聽周富明這麼一說,萬勇嘻皮笑臉的走了進來,多出的椅子還沒有撤掉,他就挨著最外面的張知非坐下,說道:「這麼說,那我也是到這裡來的,唐市長的女兒、張秘書長的兒子考上一中,怎麼能偷偷摸摸的慶祝?幸好我耳朵尖、鼻子靈,」又口袋裡掏出兩隻紅包,遞張恪、唐婧,嘴裡叫著,「飯票錢,快收下……」
張恪注意到萬勇的突然出現,讓包廂裡的人臉色發生微妙的變化,周富明手裡正拿著菜譜點菜,這會兒停在手裡,爸爸臉上有些掛不住,對老媽說:「不是說就請唐市長一家人吃頓便飯,怎麼驚動別人了?」媽媽沒想到周富明會跟著來,有些驚慌,不知道怎麼回應。顧建萍跟著說,「我過來時遇到組織部顧胖子的愛人,隨口多說了一句……」萬勇接著說,「顧胖子畏首畏尾,還怕趕錯了飯局,要我過來打前鋒,不跟他說,讓他在外面多等一會兒。」
這話接得順,跟排練好似的,張知行聽不是妻子放出的風聲,就不怕給周富明留下什麼不好的印象,更不能責怪唐學謙的愛人。
這次畢竟是張知行請的家宴,妻子遇到人多嘮叨一句,一點都不過分,只是現在這些官員太會鑽營,唐學謙笑著對妻子顧建萍說:「讓你多口,招來了一個貪食的。」
周富明眼睛一輪,將眾人表現都看在眼底,不像演戲,哪想到是張恪在背後策劃,笑著說:「萬大麻子將了我一軍,我身上都沒帶飯票錢。」
「周書記寫下借條,我把飯票錢借你。」萬勇的父親是海州市的老市委書記、現在的市人大主任,他在海州官場的地位比較特殊,跟誰都能開玩笑。
萬勇開了個頭子,接著組織部的顧耀擠了進來,市委秘書長張曉健趕過來時,把張知行好一陣抱怨:「知行啊,下午遇到我時,一點都不露聲色,害我到北關轉了一圈,急衝衝的趕過來……」他們都是衝唐學謙的面子來,機關大院裡的人結群而來……事情發展到這一步,家宴只能改請酒,由小叔張知非張羅,聯絡西城飯店的老總,緊急從別家飯店調來廚師與食材,趕在七點半之前讓酒宴開席,這是周富明、唐學謙的面子夠大。張恪卻與唐婧在二樓樓梯口收禮金,一直到八點半都陸續有人過來,張恪手裡拿著小叔借他的公文包,給紅包塞得滿滿的。

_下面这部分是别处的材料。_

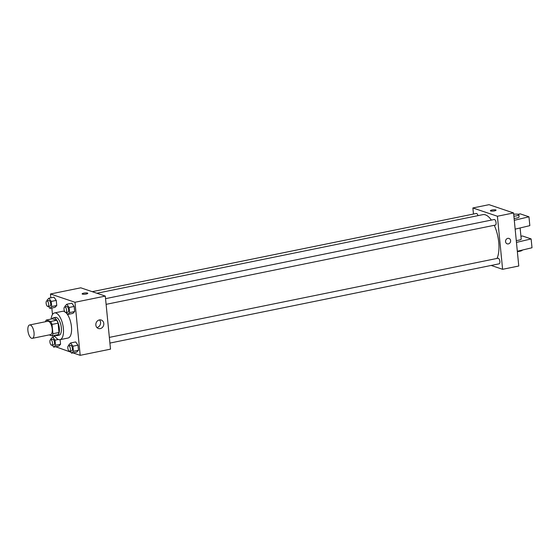 <?xml version="1.0" encoding="UTF-8"?>
<svg xmlns="http://www.w3.org/2000/svg" width="560" height="560" viewBox="0 0 560 560"><rect width="100%" height="100%" fill="white"/><g stroke="black" fill="none" stroke-linecap="round" stroke-linejoin="round"><path stroke-width="0.84" d="M31.619 338.282A6.825 2.884 78.5 0 1 28 331.422A6.825 2.884 78.5 0 1 29.603 324.968A6.825 2.884 78.5 0 1 33.789 331.079A6.825 2.884 78.5 0 1 32.326 338.338A6.825 2.884 78.5 0 1 31.619 338.282M29.603 324.968L47.796 321.258A6.825 2.884 78.5 0 1 51.975 327.376A6.825 2.884 78.5 0 1 50.519 334.635L32.326 338.338M46.298 320.04L52.367 318.801L56.665 320.257A8.806 3.717 78.5 0 1 58.086 323.183L58.996 332.486L52.934 333.725L52.024 324.415A8.806 3.717 78.5 0 0 50.603 321.489L46.298 320.04A8.806 3.717 78.5 0 0 45.493 321.727M49.189 334.908L52.01 335.86A8.806 3.717 78.5 0 0 52.934 333.725M58.996 332.486A8.806 3.717 78.5 0 1 58.072 334.628L52.01 335.86M55.356 335.181A9.1 3.843 -101.5 0 0 57.036 335.629A9.1 3.843 -101.5 0 0 58.982 325.948A9.1 3.843 -101.5 0 0 53.403 317.793A9.1 3.843 -101.5 0 0 52.038 318.871M53.403 317.793L55.426 317.387A9.1 3.843 78.5 0 1 61.005 325.535A9.1 3.843 78.5 0 1 59.059 335.223L57.036 335.629M58.086 323.183L52.024 324.415M56.665 320.257L50.603 321.489M51.107 319.06A13.65 5.761 78.5 0 1 54.516 312.928A13.65 5.761 78.5 0 1 62.888 325.15A13.65 5.761 78.5 0 1 59.962 339.682A13.65 5.761 78.5 0 1 58.541 339.57A13.65 5.761 78.5 0 1 54.425 335.37M54.516 312.928L62.601 311.283A13.65 5.761 78.5 0 1 64.778 311.738M65.842 312.543A13.65 5.761 78.5 0 1 71.484 327.061A13.65 5.761 78.5 0 1 68.047 338.03L59.962 339.682M48.496 306.383L49.924 308.399L54.971 307.37L56.77 305.508L56.266 300.405L53.97 297.164L48.923 298.193L47.124 300.055L47.201 300.846M66.402 312.431L67.823 314.447L72.877 313.418L74.669 311.556L74.172 306.446L71.876 303.205L66.822 304.234L65.03 306.096L65.107 306.887M73.003 352.898L80.192 355.327L74.984 302.267L50.463 293.986L50.834 297.801M51.835 308.014L52.472 314.524M54.537 335.559L54.635 336.532M55.636 346.745L70.931 352.198M52.297 345.121L53.718 347.137L58.772 346.108L60.564 344.246L60.116 339.647L60.564 344.246L55.51 345.275L55.013 340.165L52.717 336.924L50.925 338.786L51.002 339.577M70.196 351.162L71.624 353.178L76.678 352.149L78.47 350.287L77.973 345.184L75.677 341.943L70.623 342.972L68.831 344.834L68.908 345.625M80.192 355.327L110.509 349.153L105.301 296.093L80.78 287.812L50.463 293.986M105.301 296.093L74.984 302.267M100.247 328.615A4.473 3.941 -71.3 0 1 98.392 328.51A4.473 3.941 -71.3 0 1 96.089 323.008A4.473 3.941 -71.3 0 1 101.248 320.033A4.473 3.941 -71.3 0 1 103.782 324.499A4.473 3.941 -71.3 0 1 100.247 328.615M82.432 294.112A2.842 0.616 174.4 0 1 82.124 293.874A2.842 0.616 174.4 0 1 84.896 292.985A2.842 0.616 174.4 0 1 87.787 293.321A2.842 0.616 174.4 0 1 85.638 294.133A2.842 0.616 174.4 0 1 82.432 294.112M82.124 293.874A2.842 0.616 174.4 0 1 84.896 292.992A2.842 0.616 174.4 0 1 87.787 293.321M99.498 319.9A4.473 3.941 -71.3 0 1 100.338 324.387A4.473 3.941 -71.3 0 1 97.02 327.523A4.473 3.941 -71.3 0 1 96.915 327.544M96.88 293.251L482.853 214.648A24.479 10.332 78.5 0 1 491.358 220.087M494.27 225.302A24.479 10.332 78.5 0 1 497 258.447M109.914 343.077L499.156 263.816A2.842 1.197 -101.5 0 0 499.828 261.121A2.842 1.197 -101.5 0 0 498.316 258.265A2.842 1.197 -101.5 0 0 498.022 258.237L109.354 337.386M92.225 291.676L476.322 213.458A2.842 1.197 78.5 0 1 477.974 215.642M105.553 298.655L494.221 219.506A2.842 1.197 78.5 0 1 495.971 222.054A2.842 1.197 78.5 0 1 495.362 225.078L106.113 304.346M491.155 265.44L502.6 269.304L497.399 216.244L472.871 207.963L473.466 214.039M502.6 269.304L518.77 266.014L513.569 212.954L489.041 204.673L472.871 207.963M494.501 210.889A2.842 0.616 174.4 0 1 490.392 210.735A2.842 0.616 174.4 0 1 493.164 209.846A2.842 0.616 174.4 0 1 496.055 210.182A2.842 0.616 174.4 0 1 494.501 210.889M513.569 212.954L497.399 216.244M496.055 210.182A2.842 0.616 -5.6 0 0 493.164 209.853A2.842 0.616 -5.6 0 0 490.392 210.735M507.178 243.824A2.842 2.506 108.7 0 0 510.615 240.618A2.842 2.506 -71.3 0 1 507.178 243.824A2.842 2.506 -71.3 0 1 508.998 238.434A2.842 2.506 -71.3 0 1 510.615 240.618A2.842 2.506 108.7 0 0 508.998 238.434M514.29 220.304L528.962 216.804L529.83 225.652L515.158 229.145M516.271 240.527A4.55 0.98 -5.6 0 0 521.213 239.064L520.121 227.962M516.46 242.41L531.132 238.917L522.445 235.984L520.933 236.243M517.321 251.251L532 247.758L531.132 238.917M517.356 251.58A4.55 0.98 -5.6 0 0 522.298 250.117L522.291 250.068M514.108 218.421A4.55 0.98 -5.6 0 0 519.043 216.958L518.826 214.746A4.55 0.98 174.4 0 1 513.891 216.209M528.962 216.804L520.282 213.871L517.993 214.27M513.695 214.263A4.55 0.98 174.4 0 1 518.826 214.746M71.624 353.178L73.416 351.316L72.919 346.213L70.623 342.972M68.537 345.702L70.553 345.289A2.842 1.197 78.5 0 1 72.296 347.837A2.842 1.197 78.5 0 1 71.694 350.861L69.671 351.274A2.842 1.197 78.5 0 1 69.37 351.246A2.842 1.197 78.5 0 1 67.865 348.39A2.842 1.197 78.5 0 1 68.537 345.702A2.842 1.197 78.5 0 1 70.28 348.243A2.842 1.197 78.5 0 1 69.671 351.274M76.678 352.149L78.47 350.287L73.416 351.316M78.47 350.287L77.973 345.184L72.919 346.213M77.973 345.184L75.677 341.943M67.823 314.447L69.622 312.585L69.118 307.475L66.822 304.234M64.736 306.964L66.759 306.551A2.842 1.197 78.5 0 1 68.502 309.099A2.842 1.197 78.5 0 1 67.893 312.13L65.87 312.536A2.842 1.197 78.5 0 1 65.576 312.515A2.842 1.197 78.5 0 1 64.071 309.652A2.842 1.197 78.5 0 1 64.736 306.964A2.842 1.197 78.5 0 1 66.479 309.512A2.842 1.197 78.5 0 1 65.87 312.536M72.877 313.418L74.669 311.556L69.622 312.585M74.669 311.556L74.172 306.446L69.118 307.475M74.172 306.446L71.876 303.205M53.718 347.137L55.51 345.275M50.631 339.654L52.654 339.241A2.842 1.197 78.5 0 1 54.397 341.789A2.842 1.197 78.5 0 1 53.788 344.813L51.765 345.226A2.842 1.197 78.5 0 1 51.471 345.205A2.842 1.197 78.5 0 1 49.959 342.342A2.842 1.197 78.5 0 1 50.631 339.654A2.842 1.197 78.5 0 1 52.374 342.202A2.842 1.197 78.5 0 1 51.765 345.226M55.083 336.441L52.717 336.924M58.772 346.108L60.564 344.246M58.331 339.493L55.013 340.165M49.924 308.399L51.716 306.537L51.212 301.434L48.923 298.193M46.83 300.923L48.853 300.51A2.842 1.197 78.5 0 1 50.596 303.058A2.842 1.197 78.5 0 1 49.987 306.082L47.964 306.495A2.842 1.197 78.5 0 1 47.67 306.474A2.842 1.197 78.5 0 1 46.165 303.611A2.842 1.197 78.5 0 1 46.83 300.923A2.842 1.197 78.5 0 1 48.573 303.471A2.842 1.197 78.5 0 1 47.964 306.495M54.971 307.37L56.77 305.508L51.716 306.537M56.77 305.508L56.266 300.405L51.212 301.434M56.266 300.405L53.97 297.164"/></g></svg>
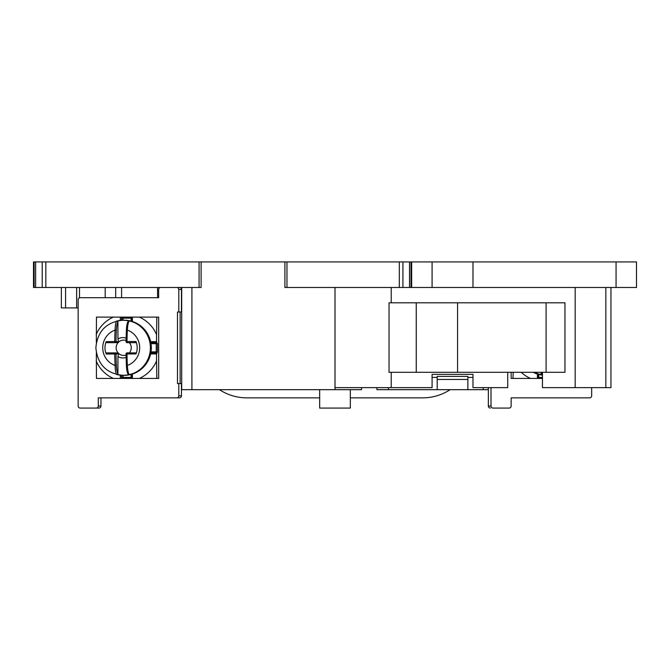 <?xml version="1.0" encoding="UTF-8"?>
<svg xmlns="http://www.w3.org/2000/svg" width="670" height="670" viewBox="0 0 670 670"><rect width="100%" height="100%" fill="white"/><g stroke="black" fill="none" stroke-linecap="round" stroke-linejoin="round"><path stroke-width="1" d="M542.474 372.302L542.474 387.637L575.178 387.637L575.178 287.472L411.656 287.472L411.656 261.928L33.5 261.928L33.5 287.472L42.227 287.472L42.227 261.928M391.213 287.472L391.213 302.807M335 387.637L432.091 387.637L432.091 374.346L472.978 374.346L472.978 387.637L507.726 387.637L507.726 372.302M391.213 372.302L391.213 387.637M389.036 302.807L389.036 372.302L457.568 372.302L457.568 302.807L389.036 302.807M457.568 372.302L564.961 372.302L564.961 302.807L457.568 302.807M575.178 387.637L610.948 387.637L610.948 287.472M472.978 377.411L467.861 377.411M437.2 377.411L432.091 377.411M361.574 387.637L361.574 389.68L181.461 389.68M416.254 302.807L416.254 372.302M472.978 261.928L472.978 287.472L636.5 287.472L636.5 261.928L411.656 261.928L411.656 287.472L432.091 287.472L432.091 261.928M488.363 389.68L388.458 389.68L388.458 387.637M437.2 379.454L437.2 376.389L467.861 376.389L467.861 379.454L437.2 379.454L437.2 389.68M388.458 389.68L376.9 389.68L376.9 387.637M219.459 389.68A50.082 50.082 0 0 0 246.878 397.854L319.665 397.854M450.098 389.68A50.082 50.082 0 0 1 422.67 397.854L350.335 397.854M411.656 287.472L399.312 287.472L399.312 261.928M286.961 261.928L286.961 287.472L399.312 287.472M286.961 287.472L284.918 287.472L284.918 261.928M201.117 261.928L201.117 287.472L199.065 287.472L199.065 261.928M45.836 261.928L45.836 287.472L199.065 287.472M45.836 287.472L42.227 287.472M491.001 387.637L491.01 406.028A2.043 2.01 90 0 0 493.019 408.072L506.461 408.072M591.66 387.637L591.66 395.811A2.043 2.01 90 0 1 589.65 397.854L511.143 397.854L511.143 406.028A2.043 2.01 90 0 1 509.125 408.072L493.019 408.072M513.17 372.302L512.977 378.433L511.143 378.433L511.143 372.302M521.201 372.302A33.358 32.855 90 0 0 530.523 378.433L538.27 378.433L538.27 374.329L538.253 378.433L542.474 378.433L537.834 378.433M490.365 408.072A2.043 2.01 90 0 1 488.346 406.028L488.371 387.637M511.143 397.854L586.987 397.854M488.304 387.637L488.304 389.68M157.542 287.472L157.542 297.698M105.198 297.698L105.198 287.472M79.496 297.815L79.496 287.472M78.155 307.915L76.648 307.915L76.648 287.472M76.648 307.915L61.355 307.915L61.355 287.472M335 287.472L335 389.68M191.913 287.472L191.913 389.68M181.696 312.002L178.815 312.002L178.806 289.515A2.043 2.01 -90 0 0 176.796 287.472M181.696 383.55L178.815 383.55L178.806 395.811L181.47 395.811L181.444 383.55M160.691 287.472A2.043 2.01 -90 0 0 158.681 289.515L158.681 297.698L80.174 297.698A2.043 2.01 -90 0 0 78.155 299.741L78.155 406.028A2.043 2.01 -90 0 0 80.174 408.072L96.271 408.072A2.043 2.01 -90 0 0 98.289 406.028L100.952 406.028L100.952 397.854L179.46 397.854A2.043 2.01 -90 0 0 181.47 395.811M179.46 397.854L98.289 397.854L98.289 406.028M176.796 397.854A2.043 2.01 -90 0 0 178.806 395.811M123.213 317.111L131.27 317.111L131.086 318.133L123.037 318.133L123.213 317.111L121.898 317.111L131.563 317.111L131.563 321.231M156.839 378.433L139.293 378.433A33.358 32.855 -90 0 0 156.546 360.921L156.839 378.433L158.681 378.433L158.681 317.111L156.839 317.111L156.546 334.632A33.358 32.855 -90 0 0 139.293 317.111L131.546 317.111L131.546 321.223M121.496 375.317L121.496 378.433L131.27 378.433L121.898 378.433L121.856 375.334M181.444 312.002L181.47 289.515A2.043 2.01 -90 0 0 179.46 287.472M82.829 297.698L158.681 297.698M82.829 408.072L98.934 408.072A2.043 2.01 -90 0 0 100.952 406.028M98.934 408.072L96.271 408.072M96.338 352.889L96.447 378.433L98.289 378.433M123.037 320.185L123.037 318.133L121.856 318.133L121.898 317.111L96.447 317.111L96.338 342.663M96.447 317.111L98.289 317.111M132.392 374.069L132.392 378.433L139.293 378.433M132.392 378.433L131.546 378.433L131.563 374.321M131.965 378.433L131.27 378.433L131.086 377.411L121.856 377.411M121.496 378.433L120.315 378.433L120.315 375.217M96.162 360.921A33.358 32.855 -90 0 0 113.414 378.433L120.315 378.433M113.414 378.433L96.447 378.433M150.7 341.641L156.546 341.641L156.546 334.632M156.546 341.641L156.73 342.663L150.934 342.663M157.433 343.685L157.433 351.867L156.252 351.867L156.252 343.685L157.433 343.685L156.73 342.663M157.433 351.867L156.546 353.911L150.7 353.911M156.546 360.921L156.546 353.911M131.965 317.111L131.27 317.111M156.839 317.111L139.293 317.111M150.934 352.889L156.73 352.889M116.689 374.522L117.928 373.517C117.133 372.704 116.605 369.932 116.345 365.217L115.081 365.477C115.273 370.661 115.809 373.676 116.689 374.522A27.495 27.076 -90 0 0 129.226 374.522C128.347 373.667 127.719 370.652 127.334 365.477L126.395 365.267C126.672 370.485 127.334 373.508 128.389 374.346L129.226 374.522M126.119 357.428A10.176 10.017 90 0 1 117.928 356.574L118.582 353.911L116.002 353.911A68.817 11.951 90 0 0 116.345 365.217L115.081 365.477A18.76 18.475 90 0 1 102.728 347.772A18.76 18.475 -90 0 1 115.081 330.076L116.345 330.335C116.605 325.612 117.133 322.84 117.928 322.027L116.689 321.031C115.809 321.876 115.273 324.891 115.081 330.076A69.831 12.127 90 0 0 114.729 341.549L116.002 341.641L114.821 341.641L114.997 342.663L106.572 342.663L106.17 341.641A16.356 16.105 -90 0 0 106.178 353.919M117.928 373.517L117.928 356.574M126.069 353.961A68.817 11.951 90 0 0 126.412 365.217L127.334 365.477A69.831 12.127 -90 0 1 126.99 353.995L136.027 353.911A16.356 16.105 -90 0 0 136.018 341.633M126.898 353.911L127.066 352.889L126.898 353.911L126.069 353.911L126.898 353.911L127.074 352.889L135.968 352.889L127.074 352.889A1.022 1.005 90 0 0 126.362 353.182L126.898 353.911L126.069 353.911L126.99 353.995M129.653 342.663L135.968 342.663L135.993 341.549L126.99 341.549A69.831 12.127 -90 0 1 127.334 330.076L126.395 330.285L127.334 330.076C127.719 324.891 128.347 321.876 129.226 321.031A27.495 27.076 -90 0 0 116.689 321.031M135.968 342.663L127.074 342.663L126.898 341.641L126.069 341.641L126.99 341.641L127.074 342.663A1.022 1.005 -90 0 1 126.362 342.37M126.412 330.243L126.412 330.335A68.817 11.951 90 0 0 126.069 341.608M129.226 321.031L128.389 321.206C127.334 322.036 126.672 325.059 126.395 330.285L126.052 341.625L126.99 341.574M115.081 330.076L116.345 330.335A68.817 11.951 90 0 0 116.002 341.641L118.582 341.641L117.928 338.978A10.176 10.017 90 0 1 126.119 338.124M117.928 322.027L117.928 338.978M106.572 352.889L114.997 352.889L106.572 352.889L106.203 353.995L114.729 353.995A69.831 12.127 90 0 0 115.081 365.477M106.17 341.641L114.729 341.549L114.972 342.663L117.577 342.663L106.572 342.663M126.069 355.058A7.663 7.546 90 0 1 118.489 353.308L118.582 353.911M135.968 352.889L136.027 353.911M129.335 352.889A7.663 7.546 -90 0 0 129.335 342.663M126.069 340.494A7.663 7.546 -90 0 0 118.489 342.244L118.263 342.471A7.663 7.546 -90 0 0 118.263 353.082L118.489 353.308M118.582 341.641L118.489 342.244M118.263 342.471L117.577 342.663M114.997 352.889L114.729 353.995L115.985 353.919A1.022 1.005 90 0 0 114.997 352.889L118.263 353.082M124.134 320.185L123.221 320.185A27.596 27.177 90 0 1 150.398 347.772A27.596 27.177 90 0 1 150.398 348.04A27.596 27.177 90 0 1 123.221 375.368L124.134 375.368A27.596 27.177 -90 0 0 151.311 347.772A27.596 27.177 -90 0 0 124.134 320.185C140.641 321.809 149.703 331.005 151.328 347.772L150.256 340.117M151.47 347.772L150.264 355.41M181.696 389.68L181.696 287.472M616.057 287.472L616.057 261.928M530.523 378.433L512.977 378.433M541.569 372.302L540.59 374.522A27.495 27.076 90 0 0 542.474 374.907M540.59 374.522L541.695 374.086L542.474 372.47M319.665 389.68L319.665 408.072L350.335 408.072L350.335 389.68M467.861 389.68L467.861 379.454M605.839 387.637L605.839 287.472M546.092 372.302L546.092 302.807M483.196 389.68L483.196 387.637M488.346 406.028L491.01 406.028M121.588 297.698L121.588 287.472M115.676 287.472L115.676 297.698M65.576 287.472L65.576 307.915M35.627 261.928L35.627 287.472M180.146 312.002L180.146 383.55M178.815 383.55L177.491 383.55L177.491 312.002L178.815 312.002M181.47 289.515L178.806 289.515M113.414 317.111A33.358 32.855 -90 0 0 96.162 334.632M120.315 320.335L120.315 317.111M132.392 317.111L132.392 321.483M121.496 317.111L121.496 320.235M131.086 321.097L131.086 318.133L131.546 318.133M121.856 318.133L121.856 320.218M123.213 378.433L123.037 375.368M131.546 377.411L131.086 377.411L131.086 374.455M151.127 351.867L156.252 351.867L156.077 352.889M156.077 342.663L156.252 343.685L151.127 343.685M127.334 330.076A18.76 18.475 90 0 1 127.334 365.477M126.337 342.345A1.022 1.005 90 0 1 126.069 341.641M126.069 353.911A1.022 1.005 90 0 1 126.337 353.207M116.002 341.641A1.022 1.005 90 0 1 114.997 342.663M402.93 261.928L402.93 287.472M409.521 287.472L409.521 261.928M537.424 378.433L537.424 374.069M538.554 378.433L538.73 377.411L538.27 377.411M538.73 374.455L538.73 377.411L542.474 377.411M533.236 372.302A27.596 27.177 90 0 0 542.474 375.175L533.228 372.302M542.474 375.049A27.596 27.177 -90 0 1 534.141 372.302M34.128 261.928L34.128 287.472M131.546 374.329L131.546 378.433M124.134 375.368C140.641 373.743 149.703 364.547 151.328 347.772M123.221 320.185C106.589 321.834 97.468 331.03 95.869 347.772C97.468 364.522 106.589 373.718 123.221 375.368M127.074 352.889A1.022 1.022 0 0 0 126.052 353.936L126.395 365.267M126.052 341.625A1.022 1.022 0 0 0 127.074 342.663M411.02 261.928L411.02 287.472"/></g></svg>

按說真是自己家請客,遠不會有這麼多的人過來,這是借唐學謙的威風,每個人上來都是兩隻紅包,一隻給唐婧,一隻給張恪,唐婧沒有經歷過這場面,站在那裡有些不知所措,臉上保持著僵硬的笑容。張恪站在那裡,這次狠狠賺了一筆,心裡想著有沒有跟老媽分贓的可能。
「你笑什麼?」唐婧拿腳尖輕輕的踢張恪,只覺得張恪經過這個暑假,眼睛變得有些邪氣了。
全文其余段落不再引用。